But the shocking truth of yesterday's announcement is that the decline of Britain's leading investment bank has gone so far that it has had to take very seriously an offer that in other, prouder, days would have been rejected out of hand. The story of Warburg of late has been a sorry one of drift and decline from its ambition to become a global investment powerhouse, punching at the same weight as the Americans and the big Continental rivals.

The abortive link-up with Morgan Stanley at the end of last year was a humbling moment, when Warburg admitted to itself and the world it could not live up to its rhetoric. Senior Warburg executives have never ceased to talk ruefully in private of the missed Morgan Stanley opportunity, the clearest sign that their hearts were never in the gung-ho talk, for public consumption, of soldiering on alone. With a stream of defections this year, there was no doubt that Warburg was in crisis. But by turning to SBC, Warburg has signalled that its circumstances are rather worse than most outsiders realise.

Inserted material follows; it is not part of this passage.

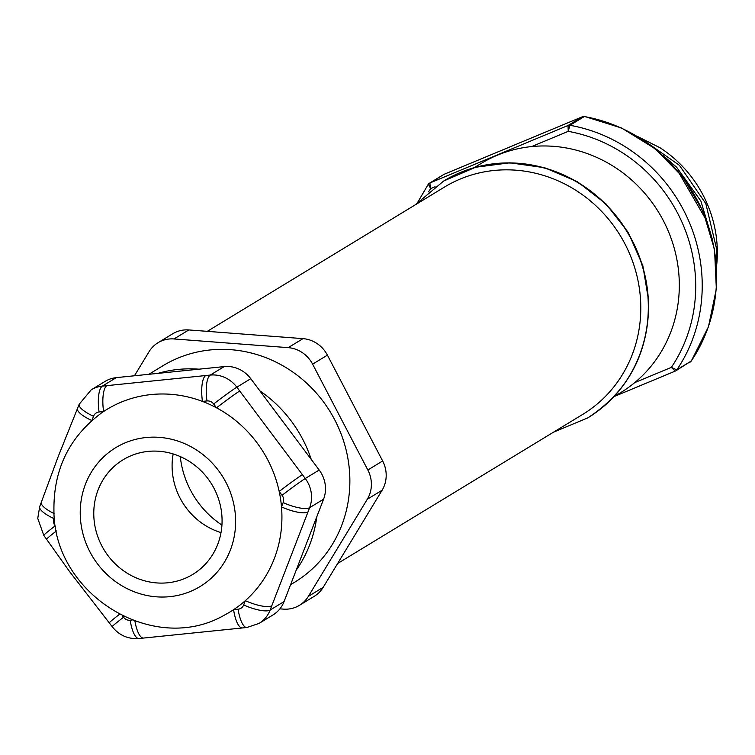 <?xml version="1.0" encoding="UTF-8"?>
<svg xmlns="http://www.w3.org/2000/svg" width="755" height="755" viewBox="0 0 755 755"><rect width="100%" height="100%" fill="white"/><g stroke="black" fill="none" stroke-linecap="round" stroke-linejoin="round"><path stroke-width="1.13" d="M207.285 331.351L444.421 187.098A133.04 125.009 58.7 0 1 629.141 252.67A133.04 125.009 58.7 0 1 582.7 414.419L337.655 563.485M716.523 266.591A119.252 112.061 58.7 0 0 717.25 248.168A119.252 112.061 58.7 0 0 660.012 147.754L637.899 136.655M644.713 141.025L679.424 165.345L705.84 203.652L716.495 248.537L716.25 263.004M712.805 240.902L700.885 201.038L676.659 167.251L663.098 155.539M677.603 170.583L707.124 221.517M474.338 167.591L481.303 163.363A134.154 126.066 58.7 0 1 610.153 164.354A134.154 126.066 58.7 0 1 679.226 280.209A134.154 126.066 58.7 0 1 620.742 392.591L613.777 396.828M281.841 512.579A118.507 111.353 -121.3 0 0 281.502 506.888A118.507 111.353 -121.3 0 0 279.19 491.467A118.507 111.353 -121.3 0 0 216.506 407.804A118.507 111.353 -121.3 0 0 202.463 401.405A118.507 111.353 -121.3 0 0 103.605 411.522A118.507 111.353 -121.3 0 0 101.878 412.692C69.413 436.692 53.435 469.289 53.935 510.503C53.426 594.053 153.595 656.51 224.858 614.872A118.507 111.353 -121.3 0 0 233.588 609.681A118.507 111.353 -121.3 0 0 245.318 600.659A118.507 111.353 -121.3 0 0 281.841 512.579M221.932 525.074A89.439 84.041 58.7 0 1 180.275 456.586M311.22 459.37A126.698 119.063 -121.3 0 0 259.918 390.901M198.999 369.176A126.698 119.063 -121.3 0 0 157.852 373.385M290.581 584.7L294.554 582.284A126.698 119.063 -121.3 0 0 349.782 476.15A126.698 119.063 -121.3 0 0 284.55 366.732A126.698 119.063 -121.3 0 0 162.853 365.788L148.867 374.301M93.818 515.976A67.082 63.033 -121.3 0 0 128.359 573.904A67.082 63.033 -121.3 0 0 192.78 574.404A67.082 63.033 -121.3 0 0 222.027 518.213A67.082 63.033 -121.3 0 0 187.495 460.286A67.082 63.033 -121.3 0 0 123.065 459.786A67.082 63.033 -121.3 0 0 93.818 515.976M173.15 453.934A67.082 63.033 -121.3 0 0 172.14 468.336A67.082 63.033 -121.3 0 0 221.017 532.615M296.149 570.27A126.698 119.063 -121.3 0 0 316.807 516.722M279.897 608.86L283.389 609.125A29.813 28.011 -121.3 0 0 299.424 605.34A29.813 28.011 -121.3 0 0 308.351 596.374L367.298 499.244A29.813 28.011 -121.3 0 0 367.836 469.988L312.608 364.155A29.813 28.011 -121.3 0 0 288.193 347.649L174.018 338.948A29.813 28.011 -121.3 0 0 157.984 342.742A29.813 28.011 -121.3 0 0 149.056 351.698L134.447 375.773M367.836 469.988L382.643 460.975L327.415 355.143L312.608 364.155M382.643 460.975A29.813 28.011 58.7 0 1 382.106 490.231L367.298 499.244M308.351 596.374L323.159 587.371L382.106 490.231M323.159 587.371A29.813 28.011 58.7 0 1 314.231 596.327L299.424 605.34M157.984 342.742L172.791 333.729A29.813 28.011 58.7 0 1 188.826 329.944L174.018 338.948M288.193 347.649L303 338.636L188.826 329.944M303 338.636A29.813 28.011 58.7 0 1 327.415 355.143M319.195 470.025L250.773 378.699L236.834 387.173L305.265 478.5L319.195 470.025A29.813 28.011 58.7 0 1 323.565 499.215L309.625 507.69L270.139 610.049L284.069 601.575L323.565 499.215M284.069 601.575A29.813 28.011 58.7 0 1 272.989 614.938L259.05 623.422A29.813 28.011 58.7 0 0 270.139 610.049A22.357 6.2 21.1 0 1 243.667 604.953L245.318 600.659A22.357 6.2 21.1 0 0 271.791 605.755M122.593 615.957L123.556 617.231A22.357 0.783 -36.8 0 0 112.193 626.669L69.403 571.346L43.771 535.342L37.75 518.374L39.713 506.586L58.295 456.322L79.2 404.236L91.213 389.835L105.153 381.36A29.813 28.011 58.7 0 1 116.279 377.632L102.34 386.107L205.728 375.537A22.357 6.984 84.2 0 0 202.463 401.405L206.993 400.943A7.456 7.003 -121.3 0 1 213.637 403.972A22.357 0.783 -36.8 0 1 236.834 387.173A29.813 28.011 58.7 0 0 210.258 375.075L224.197 366.6L116.279 377.632M224.197 366.6A29.813 28.011 58.7 0 1 250.773 378.699M134.937 621.11A22.357 6.984 84.2 0 0 143.535 638.06L139.005 638.532A22.357 6.984 84.2 0 1 130.2 620.261L132.087 620.063M109.324 622.837A22.357 0.783 -36.8 0 1 119.432 614.362M243.667 604.953A7.456 7.003 -121.3 0 1 238.108 609.219L233.588 609.681A22.357 6.984 84.2 0 0 242.393 627.952L143.535 638.06M46.64 539.174A22.357 0.783 -36.8 0 1 56.455 530.935M41.365 502.301A22.357 6.2 21.1 0 0 54.086 513.56M302.387 474.668A22.357 0.783 -36.8 0 0 279.19 491.467L282.068 495.289A7.456 7.003 -121.3 0 1 283.153 502.594L281.502 506.888A22.357 6.2 21.1 0 0 307.964 511.984M77.538 408.53A22.357 6.2 21.1 0 0 91.836 420.535M106.87 385.645A22.357 6.984 84.2 0 0 103.605 411.522L99.084 411.985A7.456 7.003 -121.3 0 0 93.526 416.26L91.893 420.488M213.637 403.972L216.506 407.804A22.357 0.783 -36.8 0 1 239.703 391.005M444.223 174.245L582.492 116.714L444.148 174.282A3.728 3.501 -121.3 0 0 443.695 174.509L429.765 183.031L430.699 188.58A151.293 142.176 -121.3 0 0 428.538 191.874M634.766 382.596L671.346 367.374L676.791 369.875L691.344 360.956L708.445 326.811L716.344 288.863L714.541 249.603L703.16 211.56L682.935 177.208L655.189 148.763L621.705 128.067L584.653 116.468L582.483 116.714M689.692 362.325A3.728 3.501 -121.3 0 0 691.165 361.126A156.512 147.074 -121.3 0 0 702.886 211.73A156.512 147.074 -121.3 0 0 584.313 116.553L584.644 116.478M418.006 201.811L428.302 184.229A3.728 3.501 58.7 0 1 429.765 183.031L568.034 125.49L568.232 131.351A151.293 142.176 -121.3 0 1 671.346 367.374L675.244 371.111L675.772 370.847A3.728 3.501 58.7 0 1 675.319 371.073M428.302 184.229L430.699 188.58L435.078 186.759M531.652 146.574L568.232 131.351L569.94 125.292A156.512 147.074 58.7 0 1 688.513 220.469A156.512 147.074 58.7 0 1 676.791 369.875A3.728 3.501 58.7 0 1 675.772 370.847L691.335 360.966M587.871 417.817A138.627 130.266 -121.3 0 0 587.966 417.76C628.802 390.948 649.055 352.104 648.724 301.236L642.835 265.675L628.226 232.436L605.897 203.793L577.377 181.719L544.61 167.723L509.842 162.797L475.471 167.28L443.695 181.002A138.627 130.266 58.7 0 1 576.848 182.03A138.627 130.266 58.7 0 1 648.224 301.745A138.627 130.266 58.7 0 1 587.786 417.874L587.966 417.76A138.627 130.266 -121.3 0 0 648.403 301.641A138.627 130.266 -121.3 0 0 577.028 181.917A138.627 130.266 -121.3 0 0 443.883 180.889A138.627 130.266 -121.3 0 0 443.789 180.945M282.068 495.289A22.357 0.783 -36.8 0 1 305.265 478.5A29.813 28.011 58.7 0 1 311.532 496.092A29.813 28.011 58.7 0 1 309.625 507.69A22.357 6.2 21.1 0 1 283.153 502.594M39.713 506.586A22.357 6.2 21.1 0 0 54.039 518.61A7.456 7.003 -121.3 0 0 55.124 525.914L55.615 526.556M235.569 518.449A81.247 76.349 -121.3 0 0 154.954 437.154A81.247 76.349 -121.3 0 0 80.285 515.74A81.247 76.349 -121.3 0 0 160.9 597.035A81.247 76.349 -121.3 0 0 235.569 518.449M123.556 617.231A7.456 7.003 -121.3 0 0 130.2 620.261M54.407 517.647L54.039 518.61M205.728 375.537L210.258 375.075A22.357 6.984 84.2 0 0 206.993 400.943M91.213 389.835A29.813 28.011 58.7 0 1 102.34 386.107A22.357 6.984 84.2 0 0 99.084 411.985M238.108 609.219A22.357 6.984 84.2 0 0 246.923 627.49L242.393 627.952M43.771 535.342A22.357 0.783 -36.8 0 1 55.124 525.914M79.2 404.236A22.357 6.2 21.1 0 0 93.526 416.26M584.313 116.553L569.94 125.292A3.728 3.501 58.7 0 0 568.034 125.49L582.407 116.751A3.728 3.501 -121.3 0 1 584.313 116.553M675.159 371.139L614.542 396.366L675.244 371.111M428.123 184.39L443.695 174.509A3.728 3.501 -121.3 0 0 443.289 174.801M443.695 181.002L415.203 204.879M553.481 432.2L587.786 417.874M112.193 626.669C119.054 635.314 128.001 639.268 139.005 638.532M246.923 627.49L259.05 623.422"/></g></svg>

All the genteel talk of merger that accompanied the Morgan Stanley approach has disappeared. The Swiss are proposing a straight absorption of investment banking and a break-up of the group, giving the Mercury Asset Management subsidiary its freedom.

SBC is the last of the Swiss giants to be seeking to push its competitive presence in the City by acquisition. UBS bought Phillips & Drew, the broker, while Credit Suisse long ago linked up in London with First Boston. SBC has managed to elbow its way into UK corporate finance, past its Swiss rivals, making enemies of much of the City establishment on the way.

But for all its domination of vital areas such as derivatives, SBC remains an outsider in London, deploying the Swiss parent's vast capital resources aggressively to win market share. From SBC's viewpoint, absorbing a bank at the heart of the City establishment is like marrying into an ancient family, and makes dynastic sense.

The key to understanding yesterday's news is the dowry, in the form of capital, which SBC has in enviable amounts but Warburg does not. And capital has become the sine qua non for any investment bank with serious international aspirations. It is a very expensive business.

Warburg's capitulation before this fact marks the end of an era in the City and British investment banking. Even if this deal breaks down, which after last December's fiasco cannot be ruled out, Warburg's days are numbered.

It would be doubly hard this time round to make a convincing display of independence while yet another search is conducted for a buyer. The biggest threat to this deal is simply a counter-bidder, and the rumours about Smith Barney that emerged yesterday may be more than just coincidental.

Where Warburg has been forced to go, others will follow, pushed by those same relentless competitive pressures bearing down on international investment banks. Kleinwort Benson has already put itself up for sale; Fleming, Schroders, Cazenove and Smith New Court cannot be far behind. After SBC and Warburg, no partnership could be too unlikely.

Murdoch may have the last laugh

Rupert Murdoch is renowned for once saying: "I may not be much good at what I do but I'm the best when it comes to [expletive deleted] the opposition". If that was his purpose in all the hype and pre-publicity that surrounded BSkyB's bid for Channel 5, he seems to have succeeded with a vengeance. All the speculation had him bidding uncommercially high so as to ensure success. In the event his BSkyB-led consortium delivered the lowest of the four bids, a measly £2m. Put that next to CanWest's rich offering of £36m and the pair of £22m offers from Virgin and Pearson and the City's gob-smacked reaction is understandable. If Mr Murdoch, for whom Channel 5 holds special attractions, thinks it worth only £2m, what on earth is CanWest doing? Mr Murdoch seems to have bluffed it into bidding too much.

The real value of Channel 5 is much more likely to be what he and his partners at Granada, along with the US cable giant TCI, music and film company PolyGram, European broadcaster Kinnevik and two investment houses, Goldman Sachs and Hoare Govett, pitched in at. Consider the following. The BSkyB bid envisages about £120m for retuning, £20m more than Virgin, and more than double what Pearson says it would have to spend.

A bid of about £20m, retuning costs of £90m and programming costs of £115m a year, according to one model used in the City, would require that Channel 5 win 4.83 per cent of the national television advertising market in the first year of operation, rising to 7 per cent in 2005, just to break even. A tall order.

The BSkyB bid could get away with a much lower national market share in the early days, and still give its shareholders a return on their investment. CanWest, by contrast, will have to create a runaway success with viewers to break even. In the more likely event that it fails to do this, it will be saddled with impossibly high costs. Mr Murdoch may have the last laugh.